Last August, former union leader Bill Kelty reportedly affirmed what he said was Paul Keating’s diagnosis: “The government needs a greater dose of imagination.” Given the Albanese government’s general lack of ability to surprise, demonstrated over three years, it’s a hard point to argue with.

What, then, of the Coalition? Right now, the Coalition seems flush with ideas. Last weekend, Peter Dutton appointed a shadow minister for government efficiency. Four days later, the Coalition committed to supporting the crypto industry, providing it with “certainty”. Two days after that, Dutton told us more about his plan to cut the public service. First to go would be advisers on cultural diversity and inclusion, change managers and “internal communication specialists”.

Illustration: Joe Benke

Illustration: Joe BenkeCredit:

Getting déjà vu? One of Donald Trump’s first acts as president was to appoint Elon Musk to head up a new Department of Government Efficiency. A key promise of Trump’s campaign was to back crypto. And in the past week, Trump has ramped up his attacks on diversity, equity and inclusion programs – the same DEI programs Dutton criticises.

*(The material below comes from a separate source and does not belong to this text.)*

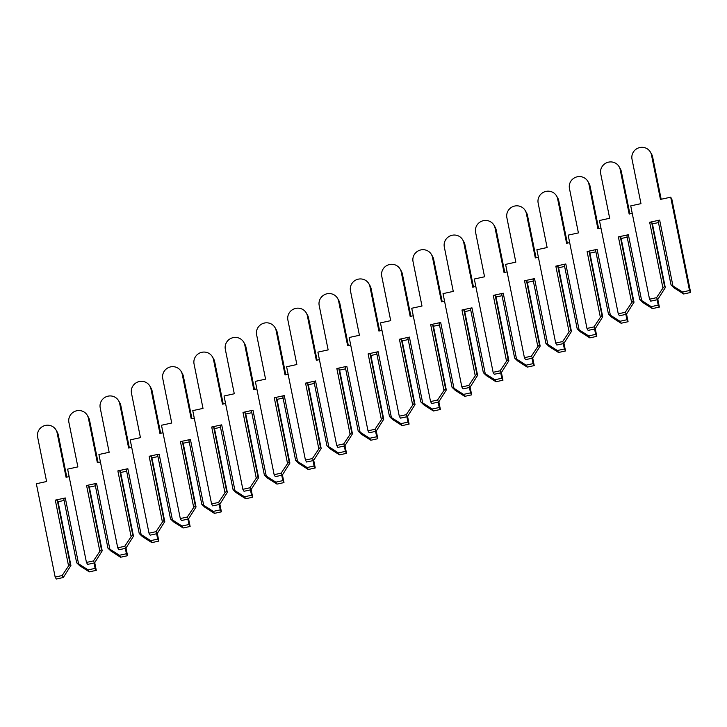 <?xml version="1.0" encoding="UTF-8"?>
<svg xmlns="http://www.w3.org/2000/svg" width="727" height="727" viewBox="0 0 727 727"><rect width="100%" height="100%" fill="white"/><g stroke="black" fill="none" stroke-linecap="round" stroke-linejoin="round"><path stroke-width="1.09" d="M649.674 222.271L662.942 288.074L656.536 297.67L649.538 299.197L630.727 205.877L640.969 203.651L632.008 159.204A9.996 9.742 149.8 0 1 650.383 152.061A9.996 9.742 149.8 0 1 651.492 154.969L660.452 199.416L670.694 197.19L671.839 199.162L690.65 292.472L683.653 293.99L674.074 287.874L671.039 284.911L672.938 285.902L659.662 220.099L649.674 222.271L651.619 222.235L664.542 286.32L665.287 287.601L652.364 223.507L651.619 222.235M683.653 293.99L682.517 292.027L672.938 285.902M671.039 284.911L658.117 220.817L659.662 220.099M670.694 197.19L689.505 290.509L682.517 292.027M662.942 288.074L664.542 286.32M665.287 287.601L657.681 299.633L656.536 297.67M658.471 222.571L652.437 223.88M657.681 299.633L650.683 301.16L649.538 299.197M650.383 152.061L651.528 154.024A9.996 9.742 149.8 0 1 652.628 156.941L661.17 199.262M690.65 292.472L689.505 290.509M657.817 299.424L659.371 307.094L652.373 308.611L642.795 302.496L639.76 299.533L641.65 300.533L628.382 234.721L618.395 236.893L620.34 236.857L633.262 300.951L634.008 302.223L621.085 238.129L620.34 236.857M652.373 308.611L651.228 306.649L641.65 300.533M639.76 299.533L626.838 235.448L628.382 234.721M634.008 302.223L626.392 314.264L625.256 312.301L631.663 302.705L618.395 236.893M657.144 299.751L658.226 305.131L651.228 306.649M625.256 312.301L618.259 313.819L599.439 220.508L609.68 218.282L600.72 173.835A9.996 9.742 149.8 0 1 619.104 166.692A9.996 9.742 149.8 0 1 620.204 169.6L629.164 214.047L632.236 213.375M631.663 302.705L633.262 300.951M627.183 237.193L621.158 238.501M626.392 314.264L619.404 315.782L618.259 313.819M619.104 166.692L620.249 168.655A9.996 9.742 149.8 0 1 621.349 171.563L629.882 213.883M659.371 307.094L658.226 305.131M626.538 314.046L628.083 321.716L621.094 323.242L611.516 317.117L608.472 314.164L610.371 315.154L597.103 249.343L587.107 251.515L589.061 251.478L601.983 315.573L602.719 316.845L589.797 252.76L589.061 251.478M621.094 323.242L619.949 321.279L610.371 315.154M608.472 314.164L595.549 250.07L597.103 249.343M602.719 316.845L595.113 328.886L593.968 326.923L600.375 317.326L587.107 251.515M625.856 314.382L626.938 319.753L619.949 321.279M593.968 326.923L586.98 328.44L568.16 235.13L578.401 232.904L569.441 188.457A9.996 9.742 149.8 0 1 587.816 181.314A9.996 9.742 149.8 0 1 588.925 184.222L597.885 228.669L600.956 227.996M600.375 317.326L601.983 315.573M595.904 251.815L589.879 253.132M595.113 328.886L588.116 330.403L586.98 328.44M587.816 181.314L588.961 183.277A9.996 9.742 149.8 0 1 590.07 186.185L598.603 228.514M628.083 321.716L626.938 319.753M595.259 328.677L596.803 336.347L589.806 337.864L580.228 331.748L577.193 328.786L579.083 329.776L565.815 263.974L555.828 266.146L557.773 266.109L570.695 330.194L571.44 331.476L558.518 267.382L557.773 266.109M589.806 337.864L588.661 335.901L579.083 329.776M577.193 328.786L564.27 264.692L565.815 263.974M571.44 331.476L563.834 343.507L562.689 341.545L569.096 331.948L555.828 266.146M594.577 329.004L595.658 334.384L588.661 335.901M562.689 341.545L555.692 343.071L536.88 249.752L547.122 247.525L538.153 203.078A9.996 9.742 149.8 0 1 556.537 195.936A9.996 9.742 149.8 0 1 557.636 198.844L566.606 243.291L569.668 242.627M569.096 331.948L570.695 330.194M564.625 266.445L558.59 267.754M563.834 343.507L556.837 345.034L555.692 343.071M556.537 195.936L557.682 197.898A9.996 9.742 149.8 0 1 558.781 200.806L567.314 243.136M596.803 336.347L595.658 334.384M563.97 343.298L565.515 350.968L558.527 352.486L548.949 346.37L545.904 343.408L547.804 344.407L534.536 278.595L524.54 280.767L526.493 280.731L539.416 344.825L540.161 346.097L527.239 282.003L526.493 280.731M558.527 352.486L557.382 350.523L547.804 344.407M545.904 343.408L532.982 279.313L534.536 278.595M540.161 346.097L532.546 358.138L531.401 356.175L537.816 346.579L524.54 280.767M563.289 343.626L564.379 349.005L557.382 350.523M531.401 356.175L524.412 357.693L505.592 264.383L515.834 262.156L506.873 217.709A9.996 9.742 149.8 0 1 525.248 210.566A9.996 9.742 149.8 0 1 526.357 213.474L535.317 257.921L538.389 257.249M537.816 346.579L539.416 344.825M533.336 281.067L527.311 282.376M532.546 358.138L525.548 359.656L524.412 357.693M525.248 210.566L526.393 212.529A9.996 9.742 149.8 0 1 527.502 215.437L536.035 257.758M565.515 350.968L564.379 349.005M532.691 357.92L534.236 365.59L527.239 367.117L517.66 360.992L514.625 358.038L516.524 359.029L503.248 293.217L493.26 295.389L495.205 295.353L508.128 359.447L508.873 360.719L495.95 296.634L495.205 295.353M527.239 367.117L526.094 365.154L516.524 359.029M514.625 358.038L501.703 293.944L503.248 293.217M508.873 360.719L501.267 372.76L500.121 370.797L506.528 361.201L493.26 295.389M532.01 358.257L533.091 363.627L526.094 365.154M500.121 370.797L493.124 372.315L474.313 279.004L484.555 276.778L475.594 232.331A9.996 9.742 149.8 0 1 493.969 225.188A9.996 9.742 149.8 0 1 495.078 228.096L504.038 272.543L507.11 271.871M506.528 361.201L508.128 359.447M502.057 295.689L496.023 297.007M501.267 372.76L494.269 374.278L493.124 372.315M493.969 225.188L495.114 227.151A9.996 9.742 149.8 0 1 496.214 230.059L504.747 272.389M534.236 365.59L533.091 363.627M501.403 372.551L502.957 380.221L495.959 381.739L486.381 375.623L483.346 372.66L485.236 373.651L471.968 307.839L461.972 310.011L463.926 309.975L476.848 374.069L477.594 375.35L464.671 311.256L463.926 309.975M495.959 381.739L494.814 379.776L485.236 373.651M483.346 372.66L470.424 308.566L471.968 307.839M477.594 375.35L469.978 387.382L468.833 385.419L475.249 375.823L461.972 310.011M500.721 372.878L501.812 378.258L494.814 379.776M468.833 385.419L461.845 386.937L443.025 293.626L453.266 291.4L444.306 246.953A9.996 9.742 149.8 0 1 462.69 239.81A9.996 9.742 149.8 0 1 463.79 242.718L472.75 287.165L475.822 286.502M475.249 375.823L476.848 374.069M470.769 310.32L464.744 311.629M469.978 387.382L462.99 388.909L461.845 386.937M462.69 239.81L463.826 241.773A9.996 9.742 149.8 0 1 464.935 244.681L473.468 287.011M502.957 380.221L501.812 378.258M470.124 387.173L471.669 394.843L464.671 396.36L455.102 390.245L452.058 387.282L453.957 388.282L440.689 322.47L430.693 324.642L432.638 324.605L445.569 388.691L446.305 389.972L433.383 325.878L432.638 324.605M464.671 396.36L463.535 394.397L453.957 388.282M452.058 387.282L439.135 323.188L440.689 322.47M446.305 389.972L438.699 402.013L437.554 400.05L443.961 390.454L430.693 324.642M469.442 387.5L470.523 392.88L463.535 394.397M437.554 400.05L430.557 401.568L411.746 308.257L421.987 306.031L413.027 261.584A9.996 9.742 149.8 0 1 431.402 254.441A9.996 9.742 149.8 0 1 432.51 257.349L441.471 301.796L444.542 301.123M443.961 390.454L445.569 388.691M439.49 324.942L433.456 326.25M438.699 402.013L431.702 403.53L430.557 401.568M431.402 254.441L432.547 256.404A9.996 9.742 149.8 0 1 433.655 259.312L442.189 301.632M471.669 394.843L470.523 392.88M438.835 401.795L440.389 409.465L433.392 410.991L423.814 404.866L420.779 401.904L422.669 402.903L409.401 337.092L399.414 339.264L401.359 339.227L414.281 403.321L415.026 404.594L402.104 340.509L401.359 339.227M433.392 410.991L432.247 409.019L422.669 402.903M420.779 401.904L407.856 337.819L409.401 337.092M415.026 404.594L407.411 416.635L406.275 414.672L412.682 405.075L399.414 339.264M438.163 402.131L439.244 407.502L432.247 409.019M406.275 414.672L399.277 416.189L380.466 322.879L390.708 320.652L381.739 276.205A9.996 9.742 149.8 0 1 400.123 269.063A9.996 9.742 149.8 0 1 401.222 271.971L410.182 316.418L413.254 315.745M412.682 405.075L414.281 403.321M408.21 339.564L402.176 340.872M407.411 416.635L400.423 418.152L399.277 416.189M400.123 269.063L401.268 271.026A9.996 9.742 149.8 0 1 402.367 273.934L410.9 316.263M440.389 409.465L439.244 407.502M407.556 416.426L409.101 424.095L402.113 425.613L392.535 419.488L389.49 416.535L391.39 417.525L378.122 351.714L368.126 353.885L370.079 353.849L383.002 417.943L383.738 419.225L370.815 355.13L370.079 353.849M402.113 425.613L400.968 423.65L391.39 417.525M389.49 416.535L376.568 352.441L378.122 351.714M383.738 419.225L376.132 431.256L374.987 429.293L381.393 419.697L368.126 353.885M406.875 416.753L407.956 422.123L400.968 423.65M374.987 429.293L367.998 430.811L349.178 337.501L359.42 335.274L350.459 290.827A9.996 9.742 149.8 0 1 368.834 283.684A9.996 9.742 149.8 0 1 369.943 286.592L378.903 331.039L381.975 330.376M381.393 419.697L383.002 417.943M376.922 354.194L370.897 355.503M376.132 431.256L369.134 432.783L367.998 430.811M368.834 283.684L369.979 285.647A9.996 9.742 149.8 0 1 371.088 288.555L379.621 330.885M409.101 424.095L407.956 422.123M376.277 431.047L377.822 438.717L370.825 440.235L361.246 434.119L358.211 431.156L360.101 432.156L346.834 366.344L336.846 368.516L338.791 368.48L351.714 432.565L352.459 433.846L339.536 369.752L338.791 368.48M370.825 440.235L369.679 438.272L360.101 432.156M358.211 431.156L345.289 367.062L346.834 366.344M352.459 433.846L344.852 445.887L343.707 443.915L350.114 434.328L336.846 368.516M375.595 431.375L376.677 436.754L369.679 438.272M343.707 443.915L336.71 445.442L317.899 352.122L328.141 349.905L319.18 305.458A9.996 9.742 149.8 0 1 337.555 298.306A9.996 9.742 149.8 0 1 338.655 301.223L347.624 345.661L350.687 344.998M350.114 434.328L351.714 432.565M345.643 368.816L339.609 370.125M344.852 445.887L337.855 447.405L336.71 445.442M337.555 298.306L338.7 300.278A9.996 9.742 149.8 0 1 339.8 303.186L348.333 345.507M377.822 438.717L376.677 436.754M344.989 445.669L346.534 453.339L339.545 454.866L329.967 448.741L326.932 445.778L328.822 446.778L315.554 380.966L305.558 383.138L307.512 383.102L320.434 447.196L321.18 448.468L308.257 384.383L307.512 383.102M339.545 454.866L338.4 452.894L328.822 446.778M326.932 445.778L314 381.693L315.554 380.966M321.18 448.468L313.564 460.509L312.419 458.546L318.835 448.95L305.558 383.138M344.307 446.005L345.398 451.376L338.4 452.894M312.419 458.546L305.431 460.064L286.611 366.753L296.852 364.527L287.892 320.08A9.996 9.742 149.8 0 1 306.276 312.937A9.996 9.742 149.8 0 1 307.376 315.845L316.336 360.292L319.407 359.62M318.835 448.95L320.434 447.196M314.355 383.438L308.33 384.747M313.564 460.509L306.576 462.027L305.431 460.064M306.276 312.937L307.412 314.9A9.996 9.742 149.8 0 1 308.521 317.808L317.054 360.138M346.534 453.339L345.398 451.376M313.71 460.3L315.254 467.97L308.257 469.488L298.679 463.363L295.644 460.409L297.543 461.4L284.266 395.588L274.279 397.76L276.224 397.724L289.146 461.818L289.891 463.099L276.969 399.005L276.224 397.724M308.257 469.488L307.121 467.525L297.543 461.4M295.644 460.409L282.721 396.315L284.266 395.588M289.891 463.099L282.285 475.131L281.14 473.168L287.547 463.572L274.279 397.76M313.028 460.627L314.109 465.998L307.121 467.525M281.14 473.168L274.143 474.686L255.331 381.375L265.573 379.149L256.613 334.702A9.996 9.742 149.8 0 1 274.988 327.559A9.996 9.742 149.8 0 1 276.096 330.467L285.057 374.914L288.128 374.251M287.547 463.572L289.146 461.818M283.076 398.069L277.042 399.377M282.285 475.131L275.288 476.658L274.143 474.686M274.988 327.559L276.133 329.522A9.996 9.742 149.8 0 1 277.232 332.43L285.775 374.759M315.254 467.97L314.109 465.998M282.421 474.922L283.975 482.592L276.978 484.109L267.4 477.993L264.364 475.031L266.255 476.031L252.987 410.219L243 412.391L244.944 412.354L257.867 476.439L258.612 477.721L245.69 413.627L244.944 412.354M276.978 484.109L275.833 482.146L266.255 476.031M264.364 475.031L251.442 410.937L252.987 410.219M258.612 477.721L250.997 489.762L249.861 487.79L256.267 478.202L243 412.391M281.749 475.249L282.83 480.629L275.833 482.146M249.861 487.79L242.863 489.316L224.043 395.997L234.285 393.77L225.325 349.333A9.996 9.742 149.8 0 1 243.709 342.181A9.996 9.742 149.8 0 1 244.808 345.089L253.768 389.536L256.84 388.872M256.267 478.202L257.867 476.439M251.787 412.691L245.762 413.999M250.997 489.762L244.008 491.279L242.863 489.316M243.709 342.181L244.854 344.153A9.996 9.742 149.8 0 1 245.953 347.061L254.486 389.381M283.975 482.592L282.83 480.629M251.142 489.544L252.687 497.213L245.699 498.74L236.121 492.615L233.076 489.653L234.975 490.652L221.708 424.841L211.711 427.013L213.665 426.976L226.588 491.07L227.324 492.343L214.401 428.258L213.665 426.976M245.699 498.74L244.554 496.768L234.975 490.652M233.076 489.653L220.154 425.568L221.708 424.841M227.324 492.343L219.718 504.384L218.573 502.421L224.979 492.824L211.711 427.013M250.461 489.871L251.542 495.251L244.554 496.768M218.573 502.421L211.584 503.938L192.764 410.628L203.006 408.401L194.045 363.954A9.996 9.742 149.8 0 1 212.42 356.812A9.996 9.742 149.8 0 1 213.529 359.72L222.489 404.167L225.561 403.494M224.979 492.824L226.588 491.07M220.508 427.312L214.483 428.621M219.718 504.384L212.72 505.901L211.584 503.938M212.42 356.812L213.565 358.774A9.996 9.742 149.8 0 1 214.674 361.683L223.207 404.012M252.687 497.213L251.542 495.251M219.863 504.174L221.408 511.844L214.41 513.362L204.832 507.237L201.797 504.284L203.687 505.274L190.419 439.462L180.432 441.634L182.377 441.598L195.299 505.692L196.045 506.973L183.122 442.879L182.377 441.598M214.41 513.362L213.265 511.399L203.687 505.274M201.797 504.284L188.875 440.189L190.419 439.462M196.045 506.973L188.438 519.005L187.293 517.042L193.7 507.446L180.432 441.634M219.181 504.502L220.263 509.872L213.265 511.399M187.293 517.042L180.296 518.56L161.485 425.25L171.726 423.023L162.757 378.576A9.996 9.742 149.8 0 1 181.141 371.433A9.996 9.742 149.8 0 1 182.241 374.341L191.21 418.788L194.273 418.125M193.7 507.446L195.299 505.692M189.229 441.934L183.195 443.252M188.438 519.005L181.441 520.532L180.296 518.56M181.141 371.433L182.286 373.396A9.996 9.742 149.8 0 1 183.386 376.304L191.919 418.634M221.408 511.844L220.263 509.872M188.575 518.796L190.12 526.466L183.131 527.984L173.553 521.868L170.509 518.905L172.408 519.896L159.14 454.093L149.144 456.265L151.098 456.229L164.02 520.314L164.765 521.595L151.843 457.501L151.098 456.229M183.131 527.984L181.986 526.021L172.408 519.896M170.509 518.905L157.586 454.811L159.14 454.093M164.765 521.595L157.15 533.636L156.005 531.664L162.421 522.068L149.144 456.265M187.893 519.123L188.984 524.503L181.986 526.021M156.005 531.664L149.017 533.191L130.197 439.871L140.438 437.645L131.478 393.198A9.996 9.742 149.8 0 1 149.853 386.055A9.996 9.742 149.8 0 1 150.962 388.963L159.922 433.41L162.993 432.747M162.421 522.068L164.02 520.314M157.941 456.565L151.916 457.874M157.15 533.636L150.153 535.154L149.017 533.191M149.853 386.055L150.998 388.027A9.996 9.742 149.8 0 1 152.107 390.935L160.64 433.256M190.12 526.466L188.984 524.503M157.296 533.418L158.84 541.088L151.843 542.615L142.265 536.49L139.23 533.527L141.129 534.527L127.852 468.715L117.865 470.887L119.81 470.851L132.732 534.945L133.477 536.217L120.555 472.123L119.81 470.851M151.843 542.615L150.707 540.643L141.129 534.527M139.23 533.527L126.307 469.442L127.852 468.715M133.477 536.217L125.871 548.258L124.726 546.295L131.133 536.699L117.865 470.887M156.614 533.745L157.695 539.125L150.707 540.643M124.726 546.295L117.729 547.813L98.917 454.502L109.159 452.276L100.199 407.829A9.996 9.742 149.8 0 1 118.574 400.686A9.996 9.742 149.8 0 1 119.682 403.594L128.643 448.041L131.714 447.369M131.133 536.699L132.732 534.945M126.662 471.187L120.627 472.495M125.871 548.258L118.874 549.776L117.729 547.813M118.574 400.686L119.719 402.649A9.996 9.742 149.8 0 1 120.818 405.557L129.351 447.887M158.84 541.088L157.695 539.125M126.007 548.04L127.561 555.719L120.564 557.236L110.986 551.111L107.95 548.158L109.841 549.149L96.573 483.337L86.577 485.509L88.53 485.472L101.453 549.567L102.198 550.839L89.276 486.754L88.53 485.472M120.564 557.236L119.419 555.274L109.841 549.149M107.95 548.158L95.028 484.064L96.573 483.337M102.198 550.839L94.583 562.88L93.438 560.917L99.853 551.32L86.577 485.509M125.326 548.376L126.416 553.747L119.419 555.274M93.438 560.917L86.449 562.434L67.629 469.124L77.871 466.898L68.911 422.451A9.996 9.742 149.8 0 1 87.295 415.308A9.996 9.742 149.8 0 1 88.394 418.216L97.354 462.663L100.426 461.999M99.853 551.32L101.453 549.567M95.373 485.809L89.348 487.126M94.583 562.88L87.594 564.397L86.449 562.434M87.295 415.308L88.43 417.271A9.996 9.742 149.8 0 1 89.539 420.179L98.072 462.508M127.561 555.719L126.416 553.747M94.728 562.671L96.273 570.341L89.276 571.858L79.706 565.742L76.662 562.78L78.561 563.77L65.294 497.968L55.297 500.14L57.242 500.103L70.174 564.188L70.91 565.47L57.987 501.376L57.242 500.103M89.276 571.858L88.14 569.895L78.561 563.77M76.662 562.78L63.74 498.686L65.294 497.968M70.91 565.47L63.304 577.511L62.159 575.539L68.565 565.942L55.297 500.14M94.047 562.998L95.128 568.378L88.14 569.895M62.159 575.539L55.161 577.065L36.35 483.746L46.592 481.519L37.631 437.072A9.996 9.742 149.8 0 1 56.006 429.93A9.996 9.742 149.8 0 1 57.115 432.838L66.075 477.285L69.147 476.621M68.565 565.942L70.174 564.188M64.094 500.44L58.069 501.748M63.304 577.511L56.306 579.028L55.161 577.065M56.006 429.93L57.151 431.902A9.996 9.742 149.8 0 1 58.26 434.81L66.793 477.13M96.273 570.341L95.128 568.378M652.628 156.941L651.492 154.969M621.349 171.563L620.204 169.6M590.07 186.185L588.925 184.222M558.781 200.806L557.636 198.844M527.502 215.437L526.357 213.474M496.214 230.059L495.078 228.096M464.935 244.681L463.79 242.718M433.655 259.312L432.51 257.349M402.367 273.934L401.222 271.971M371.088 288.555L369.943 286.592M339.8 303.186L338.655 301.223M308.521 317.808L307.376 315.845M277.232 332.43L276.096 330.467M245.953 347.061L244.808 345.089M214.674 361.683L213.529 359.72M183.386 376.304L182.241 374.341M152.107 390.935L150.962 388.963M120.818 405.557L119.682 403.594M89.539 420.179L88.394 418.216M58.26 434.81L57.115 432.838"/></g></svg>

Or take the fact that a few days before this seemingly Trump-inspired rush, Dutton announced tax breaks for business lunches. Unlike the others, this is not something Trump recently announced. Instead, it’s similar to a policy Trump backed in 2020.

This is no great sin – politicians are always borrowing from other politicians (as I’ve pointed out before, there’s overlap between the policies of Labor and the US Democratic Party). The potential trouble for Dutton lies in the timing.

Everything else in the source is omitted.